In Example 1, the first adhesive layer 120 and the adhesive material applied portions 141, 142 as illustrated in FIG. 5 A were formed on the sheet substrate 110 having the hook components 130 as illustrated in FIG. 5B. At this time, the height of the hook components, the configuration of the adhesive material configuration, the amount of application of the adhesive material, the adhesive strength, and the shear force were set as illustrated in FIG. 6. The adhesive strength was measured by applying 80 pm of adhesive material to a PP film, sticking the PP film to an SUS panel, and performing 90° peel at 300 (mm/min) according to JIS Z 0237. The adhesive strength is indicated in units of "N/25 mm". The shear force was measured by sticking it to cotton bonded to a metal panel and pulling at 300 (mm/min) in the shear direction. The units of shear force are indicated as "N/20 mm x 25 mm". In addition, the diameter of the column portion of the hook component was 250 pm, the diameter of the head portion was 290 pm, and the thickness of the head portion was 80 pm. The density of the hook components was, 1600 pins/square inch.

In Example 1, different amounts of application of the first adhesive layer made of different adhesive material was used to prepare Example 2 (see FIG. 7) and Example 3 (see FIG. 8). In Example 1, the first adhesive layer was eliminated to prepare Comparative Example 1, and the hook components were eliminated to prepare Comparative Example 2 (see FIG. 6). In Example 2, the hook components were eliminated to prepare Comparative Example 3 (see FIG. 7). In Example 3, the hook components were eliminated to prepare Comparative example 4 (see FIG. 8). In Example 1, the height of the hook components and the adhesive material were changed to prepare Examples 4, 5 (see FIG. 9). A commercial product having no hook component (“Sofi Hadaomoi (registered trademark) soft type 25 cm” available from Unicharm Corporation) (assumed to use hot melt as an adhesive layer) was used as Comparative Example 5 (see FIG. 9).

For Examples 1 to 5 and Comparative Examples 1 to 5 described above, the magnitude of noise generated at peeling was measured. In the measurement, the connecting sheets in Examples 1 to 5 and Comparative Examples 1 to 5 were fixed to a napkin, and the napkin was connected to underwear via the underwear via each of the connecting sheets. Then, noise generated when the napkin was peeled from the underwear by hand was measured. The noise measurement was performed using a precision noise meter device manufactured by Lion Corporation. In the measurement, the magnitude (dB) of noi se at each frequency of 31.5 to 8000 Hz was measured. FIG.

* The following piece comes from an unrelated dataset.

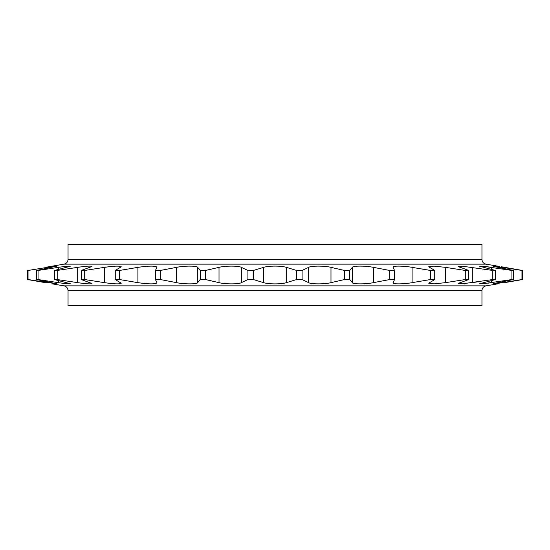 <?xml version="1.0" encoding="UTF-8"?>
<svg xmlns="http://www.w3.org/2000/svg" width="550" height="550" viewBox="0 0 550 550"><rect width="100%" height="100%" fill="white"/><g stroke="black" fill="none" stroke-linecap="round" stroke-linejoin="round"><path stroke-width="0.82" d="M481.951 259.366L481.951 244.241L68.049 244.241L68.049 259.366L481.951 259.366C482.137 261.944 483.484 263.532 485.987 264.144L64.013 264.144L45.471 267.314M68.049 290.634L68.049 305.759L481.951 305.759L481.951 290.634L68.049 290.634C67.863 288.056 66.516 286.468 64.013 285.856L485.987 285.856C483.484 286.468 482.137 288.056 481.951 290.634M434.727 270.456L434.727 279.544L428.718 283.229L434.026 283.862L445.486 282.652L465.293 279.544L465.293 270.456L445.486 267.348L433.909 266.138L428.718 266.771L434.727 270.456L430.471 270.456L430.471 279.544L412.094 282.652C403.659 284.268 391.318 284.274 393.154 282.652L394.536 279.544L389.682 279.544L373.429 282.652C366.224 284.268 352.522 284.274 352.385 282.652L349.745 279.544L344.479 279.544L330.983 282.652C325.291 284.268 310.75 284.274 308.646 282.652L302.087 279.544L296.615 279.544L286.385 282.652C283.958 283.436 280.163 283.848 275 283.889C269.857 283.848 266.062 283.436 263.615 282.652L253.385 279.544L247.913 279.544L241.354 282.652C239.264 284.268 224.744 284.274 219.017 282.652L205.521 279.544L200.255 279.544L197.615 282.652C197.484 284.268 183.81 284.274 176.571 282.652L176.763 282.693M468.779 270.456L468.779 279.544L457.985 283.511L462.323 283.814L492.793 279.544L492.793 270.456L462.261 266.186L457.985 266.489L468.779 270.456L465.293 270.456M430.471 270.456L412.094 267.348C403.342 265.726 391.566 265.719 393.154 267.348L394.536 270.456L394.536 279.544M373.237 267.307L373.429 267.348C365.894 265.726 352.811 265.719 352.385 267.348L349.745 270.456L349.745 279.544M374.268 282.48L373.429 282.652L373.429 267.348L389.682 270.456L389.682 279.544M495.392 270.456L495.392 279.544L479.737 283.718L483.182 283.745L511.933 279.544L511.933 270.456L483.134 266.255L479.737 266.282L495.392 270.456L492.793 270.456M513.528 270.456L513.528 279.544L498.08 282.652C490.483 284.268 491.961 284.268 502.521 282.652L521.964 279.544L521.964 270.456L502.521 267.348C491.899 265.719 490.421 265.719 498.08 267.348L513.528 270.456L511.933 270.456M493.13 283.848L498.08 282.652M493.13 266.159L498.08 267.348M521.964 270.456L504.714 267.348L522.5 270.456L522.5 279.544L504.377 282.707M504.714 282.652C495.454 284.268 495.454 284.268 504.714 282.652M504.714 267.348C495.392 265.719 495.392 265.719 504.714 267.348L501.291 266.757M499.661 266.468L485.987 264.144M496.698 266.468L497.654 266.606M479.737 281.511L472.326 282.652L472.326 267.348M488.207 283.147L489.438 282.975M491.569 282.652L491.583 280.528M485.189 266.468L491.246 267.293M84.707 270.456L104.514 267.348C114.208 265.946 119.797 265.746 121.282 266.771L115.273 270.456L115.273 279.544L121.282 283.229C119.756 284.247 114.166 284.054 104.514 282.652L84.707 279.544L84.707 270.456L81.221 270.456L92.015 266.489C91.025 265.808 86.247 266.09 77.674 267.348L57.207 270.456L57.207 279.544L77.742 282.666M81.221 270.456L81.221 279.544L92.015 283.511C90.984 284.185 86.206 283.903 77.674 282.652L70.263 281.511M205.521 279.544L205.521 270.456L200.255 270.456L197.615 267.348C197.196 265.726 184.147 265.719 176.571 267.348L160.318 270.456L160.318 279.544L175.732 282.48M64.433 266.509L65.89 266.351M54.794 266.276L47.479 267.348L47.479 268.221M45.286 282.652L27.5 279.544L27.5 270.456L28.036 270.456L28.036 279.544L56.87 283.848L36.472 279.544L36.472 270.456L56.87 266.152M50.373 266.461L48.62 266.771M28.036 270.456L47.479 267.348M137.906 267.348L119.529 270.456L119.529 279.544L137.906 282.652C148.438 284.192 154.784 284.268 156.949 282.893L155.464 279.544L155.464 270.456L156.949 267.107C154.818 265.719 148.472 265.801 137.906 267.348L137.906 282.652M58.417 267.348L38.067 270.456L38.067 279.544L58.417 282.652C65.663 283.745 69.609 284.103 70.263 283.718L54.608 279.544L54.608 270.456L70.263 266.282C69.644 265.897 65.691 266.248 58.417 267.348L58.417 269.472M200.255 270.456L200.255 279.544M205.521 270.456L219.017 267.348L219.017 282.652M253.385 279.544L253.385 270.456L247.913 270.456L241.354 267.348C238.947 265.726 225.081 265.719 219.017 267.348M247.913 270.456L247.913 279.544M349.745 270.456L344.479 270.456L330.983 267.348C324.947 265.726 311.066 265.719 308.646 267.348L302.087 270.456L302.087 279.544M344.479 270.456L344.479 279.544M253.385 270.456L263.615 267.348L263.615 282.652M302.087 270.456L296.615 270.456L286.385 267.348C283.834 266.551 280.039 266.138 275 266.111C269.974 266.138 266.179 266.551 263.615 267.348M296.615 270.456L296.615 279.544M160.318 279.544L155.464 279.544M119.529 279.544L115.273 279.544M84.707 279.544L81.221 279.544M57.207 279.544L54.608 279.544M38.067 279.544L36.472 279.544M28.036 279.544L27.5 279.544M57.207 270.456L54.608 270.456M160.318 270.456L155.464 270.456M119.529 270.456L115.273 270.456M38.067 270.456L36.472 270.456M522.5 279.544L521.964 279.544M513.528 279.544L511.933 279.544M394.536 270.456L389.682 270.456M495.392 279.544L492.793 279.544M434.727 279.544L430.471 279.544M468.779 279.544L465.293 279.544M445.486 267.348L445.486 282.652M412.094 267.348L412.094 282.652M352.385 267.348L352.385 282.652M491.583 267.348L491.583 269.472M502.521 267.348L502.521 268.221M502.521 281.779L502.521 282.652M47.479 281.779L47.479 282.652M104.514 267.348L104.514 282.652M77.674 267.348L77.674 282.652M58.417 280.528L58.417 282.652M176.571 267.348L176.571 282.652M197.615 267.348L197.615 282.652M241.354 267.348L241.354 282.652M308.646 267.348L308.646 282.652M330.983 267.348L330.983 282.652M286.385 267.348L286.385 282.652M64.013 285.856L52.346 283.889M485.987 285.856L497.654 283.889M68.049 259.366C67.863 261.944 66.516 263.532 64.013 264.144"/></g></svg>

6 to FIG. 9 illustrate measurement results.

The frequencies of noise recognized as noise by the user is in the range of 500 to 4000 Hz. In FIG. 6 to FIG. 8, the results of Examples 1 to 3 at the frequencies are hatched. At the frequencies, FIG. 6 demonstrates that noise of Example 1 is smaller than noise in Comparative Example 1 and Comparative Example 2, and the relation as illustrated in the graph in FIG. 4 holds. Similarly, in Example 2 in FIG. 7 and Example 3 in FIG. 8, the relation as illustrated in the graph in FIG. 4 holds.